Copy all lines in the data that contain the string "fill".

........

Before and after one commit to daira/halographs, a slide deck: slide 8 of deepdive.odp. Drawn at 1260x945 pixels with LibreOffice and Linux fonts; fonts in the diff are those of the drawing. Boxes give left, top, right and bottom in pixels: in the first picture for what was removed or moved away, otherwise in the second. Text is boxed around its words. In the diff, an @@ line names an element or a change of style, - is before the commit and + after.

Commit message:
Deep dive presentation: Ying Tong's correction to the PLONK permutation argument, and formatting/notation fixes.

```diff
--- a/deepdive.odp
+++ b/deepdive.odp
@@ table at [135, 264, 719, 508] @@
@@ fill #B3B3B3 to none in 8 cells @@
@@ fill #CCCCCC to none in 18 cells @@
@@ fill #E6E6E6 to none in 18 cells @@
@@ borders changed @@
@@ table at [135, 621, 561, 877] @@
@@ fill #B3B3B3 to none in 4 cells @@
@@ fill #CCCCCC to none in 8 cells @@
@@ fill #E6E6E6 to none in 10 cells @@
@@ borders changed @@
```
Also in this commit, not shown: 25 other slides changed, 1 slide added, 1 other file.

........

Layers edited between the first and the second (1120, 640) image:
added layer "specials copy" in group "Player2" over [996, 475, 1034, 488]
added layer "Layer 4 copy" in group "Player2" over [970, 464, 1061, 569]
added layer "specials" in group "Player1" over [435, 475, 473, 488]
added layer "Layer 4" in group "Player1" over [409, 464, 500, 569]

........

REPLY
@@ fill #B3B3B3 to none in 8 cells @@
@@ fill #CCCCCC to none in 18 cells @@
@@ fill #E6E6E6 to none in 18 cells @@
@@ fill #B3B3B3 to none in 4 cells @@
@@ fill #CCCCCC to none in 8 cells @@
@@ fill #E6E6E6 to none in 10 cells @@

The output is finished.